Tot deze groep behoren de gouverneur van Florida, Ron DeSantis, ooit een typische Reagan-Bush-conservatief, en de gouverneur van Virginia, Glenn Youngkin, die in de financiële wereld werkte, nauwelijks een bolwerk van conservatief populisme. Net als Youngkin heeft DeSantis geweigerd de economische ketterijen van Trump over rechten en handel over te nemen, uit angst de vrije markthandelaren en haviken van de oude Reagan-coalitie te beledigen.
Als reactie hierop heeft de Trump-campagne slim gebruik gemaakt van zijn eerdere stemmen voor het verlagen van de sociale zekerheid en Medicare, in een poging de aantrekkingskracht van de gouverneur van Florida op de Republikeinse kiezers uit de arbeidersklasse te ondermijnen. Voor nu werkt het.
Van een afstand lijkt dit allemaal een geschenk voor de Democraten. Maar dat is het niet. Paradoxaal genoeg schaadt de volharding van het Trumpisme ook de vorming van democratische partijcoalities op de lange termijn, zo niet onmiddellijk.
Ongetwijfeld zouden veel Democraten een rematch tussen Biden en Trump verwelkomen.
De apocalyptische en hysterische oppositie tegen Trump verenigde tenslotte de verder fragiele coalitie van de Democratische Partij: een merkwaardig assortiment van magnaten uit Silicon Valley, Hollywood en Wall Street; groene vriendjeskapitalisten die op zoek zijn naar overheidssubsidies; professionals die deugd signaleren in de non-profit en academische sector; vakbonden in de publieke sector; en sociaal gematigde zwarte en Spaanse kiezers die op hun hoede zijn voor een Republikeinse partij met een geschiedenis van flirten met racisten.
Deze retoriek van anti-Trumpisme zal het echter moeilijker maken voor de Democraten om kiezers terug te winnen, waaronder een groeiend aantal Iberiërs en enkele zwarte kiezers, die bij de recente verkiezingen de Democraten hebben verlaten voor de Republikeinen. Volgens de logica van het anti-Trumpisme zou het immoreel zijn om een beroep te doen op hun stemmen als ex-democraten die een of twee keer op Trump hebben gestemd de Amerikaanse versie van de nazi’s zijn.
En het zou net zo immoreel zijn om te erkennen dat Trump legitieme zorgen over slechte handelsovereenkomsten en illegale immigratie heeft uitgebuit. Zolang Trump er is om te dienen als een demonische figuur waartegen de democratische basis zich kan verenigen, zal het moeilijk zijn om te beweren dat de democraten hun beleid moeten aanpassen om een bredere electorale aantrekkingskracht te hebben.
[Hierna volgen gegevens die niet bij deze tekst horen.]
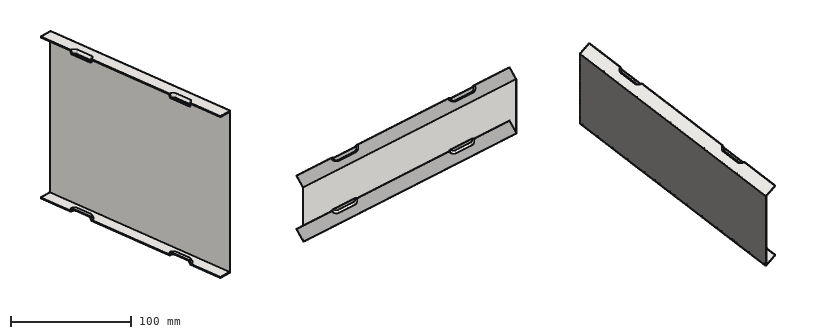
import cadquery as cq
import math

LENGTH = 200.0
DEPTH = 12.5
HEIGHT = 154.5
SHEET = 1.0

DIMPLE_SPACING = 110.0
DIMPLE_STRAIGHT = 15.0
DIMPLE_RIM_RADIUS = 4.0
DIMPLE_FLOOR_RADIUS = 2.2
DIMPLE_PRESS = 3.0
DIMPLE_WALL = 1.0

OPEN_EDGE_Y = -DEPTH / 2
DRAFT = math.degrees(math.atan((DIMPLE_RIM_RADIUS - DIMPLE_FLOOR_RADIUS) / DIMPLE_PRESS))


def make_channel():
    outer = cq.Workplane("XY").box(LENGTH, DEPTH, HEIGHT)
    inside = cq.Workplane("XY").box(LENGTH, DEPTH, HEIGHT - 2 * SHEET)
    return outer.cut(inside.translate((0, -SHEET, 0)))


def tapered_slot(x, rim_z, rim_radius):
    """Downward-narrowing slot centred on the open edge of the flange."""
    return (
        cq.Workplane("XY", origin=(x, OPEN_EDGE_Y, rim_z))
        .slot2D(DIMPLE_STRAIGHT + 2 * rim_radius, 2 * rim_radius)
        .extrude(-DIMPLE_PRESS, taper=DRAFT)
    )


def upper_and_lower(upper):
    return upper.union(upper.mirror("XY"))


result = make_channel()
envelope = cq.Workplane("XY").box(LENGTH, DEPTH, HEIGHT)

for dimple_x in (-DIMPLE_SPACING / 2, DIMPLE_SPACING / 2):
    shell = tapered_slot(dimple_x, HEIGHT / 2 - SHEET, DIMPLE_RIM_RADIUS + DIMPLE_WALL)
    result = result.union(upper_and_lower(shell.intersect(envelope)))
    hollow = tapered_slot(dimple_x, HEIGHT / 2, DIMPLE_RIM_RADIUS)
    result = result.cut(upper_and_lower(hollow))

De nalatenschap van Trump zou dan kunnen lijken op die van William Jennings Bryan, de ‘Great Commoner’ en agrarische populist die in 1896, 1900 en 1908 de nominatie van de Democratische Partij won. Net als Trump was Bryan een polariserende figuur, aanbeden door zijn volgelingen en door het establishment aan de oostkust gezien als een gevaarlijke demagoog die de democratie en beschaving bedreigde.
En net als Trump leidde Bryan zijn partij ertoe permanent te breken met haar oudere, antistatistische ideologie van een kleine overheid. Zonder Bryans campagnes als ijsbreker zou het meer doordachte en gematigde reformisme van latere Progressives en New Dealers misschien niet tot stand zijn gekomen. Maar voordat anderen het waardevolle van het excentrieke in zijn nalatenschap konden scheiden, moest Bryan het toneel verlaten. Meer dan een eeuw later geldt misschien hetzelfde voor Donald Trump.